Some current and former NBC executives said Mr. Zucker appears to have distanced himself from the controversy. Another person said that at least some executives who work for Mr. Gaspin were upset about the decision and wanted him to rethink the decision to dump Mr. O'Brien. Mr. Zucker denied that, and a spokeswoman said he hadn't done many media interviews because the negotiations with Mr. O'Brien were ongoing.

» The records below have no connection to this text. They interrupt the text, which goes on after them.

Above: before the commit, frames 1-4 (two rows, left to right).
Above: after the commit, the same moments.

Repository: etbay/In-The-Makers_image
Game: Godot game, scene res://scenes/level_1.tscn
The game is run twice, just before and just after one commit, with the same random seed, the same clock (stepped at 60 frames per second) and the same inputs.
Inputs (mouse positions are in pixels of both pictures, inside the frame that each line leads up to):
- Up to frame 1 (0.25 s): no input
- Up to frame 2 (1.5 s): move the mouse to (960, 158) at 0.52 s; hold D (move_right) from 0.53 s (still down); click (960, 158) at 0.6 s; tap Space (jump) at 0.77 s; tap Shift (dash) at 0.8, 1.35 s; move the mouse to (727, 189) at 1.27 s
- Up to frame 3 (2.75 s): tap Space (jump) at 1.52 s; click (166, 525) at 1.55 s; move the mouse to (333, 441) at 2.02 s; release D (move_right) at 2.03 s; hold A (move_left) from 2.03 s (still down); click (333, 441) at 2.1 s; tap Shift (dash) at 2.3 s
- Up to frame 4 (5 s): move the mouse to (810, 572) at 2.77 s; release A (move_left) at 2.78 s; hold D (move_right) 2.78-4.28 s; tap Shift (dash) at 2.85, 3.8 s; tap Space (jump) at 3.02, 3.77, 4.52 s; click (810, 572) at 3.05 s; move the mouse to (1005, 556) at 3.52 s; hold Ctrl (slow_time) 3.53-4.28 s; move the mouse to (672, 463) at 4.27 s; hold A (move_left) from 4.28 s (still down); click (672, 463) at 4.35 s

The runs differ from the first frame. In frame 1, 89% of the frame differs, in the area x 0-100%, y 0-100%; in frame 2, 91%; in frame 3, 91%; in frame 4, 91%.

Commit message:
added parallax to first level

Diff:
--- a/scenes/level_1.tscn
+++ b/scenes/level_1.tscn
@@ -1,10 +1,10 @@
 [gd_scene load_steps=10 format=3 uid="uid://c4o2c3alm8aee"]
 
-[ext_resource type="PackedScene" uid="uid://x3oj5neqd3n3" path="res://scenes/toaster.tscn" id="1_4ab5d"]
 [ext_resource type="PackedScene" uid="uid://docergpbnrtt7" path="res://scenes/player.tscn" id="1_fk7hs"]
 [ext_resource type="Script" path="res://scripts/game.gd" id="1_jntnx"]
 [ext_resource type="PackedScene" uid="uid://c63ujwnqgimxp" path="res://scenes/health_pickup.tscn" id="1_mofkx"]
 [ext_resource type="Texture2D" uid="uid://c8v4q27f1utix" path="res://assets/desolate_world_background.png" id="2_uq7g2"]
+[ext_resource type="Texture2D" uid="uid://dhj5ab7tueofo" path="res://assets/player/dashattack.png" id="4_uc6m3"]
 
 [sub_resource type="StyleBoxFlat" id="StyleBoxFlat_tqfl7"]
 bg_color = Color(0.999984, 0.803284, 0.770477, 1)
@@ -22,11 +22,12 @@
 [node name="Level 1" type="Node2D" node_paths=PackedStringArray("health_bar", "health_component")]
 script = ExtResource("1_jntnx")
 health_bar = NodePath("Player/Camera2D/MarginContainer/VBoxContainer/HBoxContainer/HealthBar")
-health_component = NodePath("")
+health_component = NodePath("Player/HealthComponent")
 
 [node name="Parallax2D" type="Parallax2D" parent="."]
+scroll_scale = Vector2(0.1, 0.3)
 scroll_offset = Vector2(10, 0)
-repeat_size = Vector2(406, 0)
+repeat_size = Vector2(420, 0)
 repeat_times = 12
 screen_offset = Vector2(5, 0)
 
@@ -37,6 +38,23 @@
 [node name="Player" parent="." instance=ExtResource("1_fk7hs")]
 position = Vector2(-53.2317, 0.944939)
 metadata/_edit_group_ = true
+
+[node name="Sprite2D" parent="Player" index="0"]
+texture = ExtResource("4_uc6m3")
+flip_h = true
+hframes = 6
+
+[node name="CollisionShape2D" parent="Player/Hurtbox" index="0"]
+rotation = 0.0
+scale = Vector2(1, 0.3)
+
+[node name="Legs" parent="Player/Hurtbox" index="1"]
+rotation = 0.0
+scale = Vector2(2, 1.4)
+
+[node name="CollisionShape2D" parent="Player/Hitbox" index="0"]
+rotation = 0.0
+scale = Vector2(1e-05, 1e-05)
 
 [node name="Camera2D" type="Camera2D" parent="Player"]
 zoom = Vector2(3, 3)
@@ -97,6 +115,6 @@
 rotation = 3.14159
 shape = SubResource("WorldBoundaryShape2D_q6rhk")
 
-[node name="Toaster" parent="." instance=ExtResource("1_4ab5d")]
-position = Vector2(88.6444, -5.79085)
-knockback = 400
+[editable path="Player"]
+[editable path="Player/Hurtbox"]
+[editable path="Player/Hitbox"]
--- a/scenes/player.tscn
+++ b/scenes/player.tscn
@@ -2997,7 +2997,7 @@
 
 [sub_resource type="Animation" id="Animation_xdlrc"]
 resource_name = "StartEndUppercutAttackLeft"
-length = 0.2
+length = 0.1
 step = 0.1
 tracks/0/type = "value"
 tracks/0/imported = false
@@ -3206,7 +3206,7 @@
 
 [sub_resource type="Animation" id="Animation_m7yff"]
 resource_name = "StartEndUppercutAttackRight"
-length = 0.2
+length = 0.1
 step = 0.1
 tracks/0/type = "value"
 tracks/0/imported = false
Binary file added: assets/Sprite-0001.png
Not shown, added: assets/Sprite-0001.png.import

"Jeff Gaspin has responsibility for NBC entertainment. And he has stepped up and taken that responsibility," Mr. Zucker said. "He wanted to make the change at 10 o'clock. He wanted to keep all three folks in late night. I was supportive of that."

catlover79
01-18-2010, 09:37 PM
Wow, I heard it was going to be an $80 million buyout. Looks like NBC is getting off cheap!! :crazy:

Zoneboy
01-18-2010, 10:02 PM
http://i384.photobucket.com/albums/oo283/tzgames/NBC2.jpg

Marvo301
01-18-2010, 10:12 PM
Wow, I heard it was going to be an $80 million buyout. Looks like NBC is getting off cheap!! :crazy:
When Conan refused the move to 12:05 he left himself with nowhere to go but out the door and put all the leverage in NBC's hands. Turns out that was about a $40 million dollar decision on his part. :eek:

Marvo301
01-18-2010, 10:14 PM
http://i384.photobucket.com/albums/oo283/tzgames/NBC2.jpg
I hear this is going to be NBC's new marketing campaign!! :lol:

Scoobiedoo30
01-18-2010, 11:30 PM
WOW 40 Million Dollar's

Mr. Television
01-18-2010, 11:56 PM
$40 million to leave NBC...what a deal. I wonder how many others would jump at that? :lol:

catlover79
01-19-2010, 12:25 AM
$40 million to leave NBC...what a deal. I wonder how many others would jump at that? :lol:
I would!! :wave:

Marvo301
01-19-2010, 12:30 AM
I would!! :wave:
Hey I'd take $40 million to never work for NBC in the first place!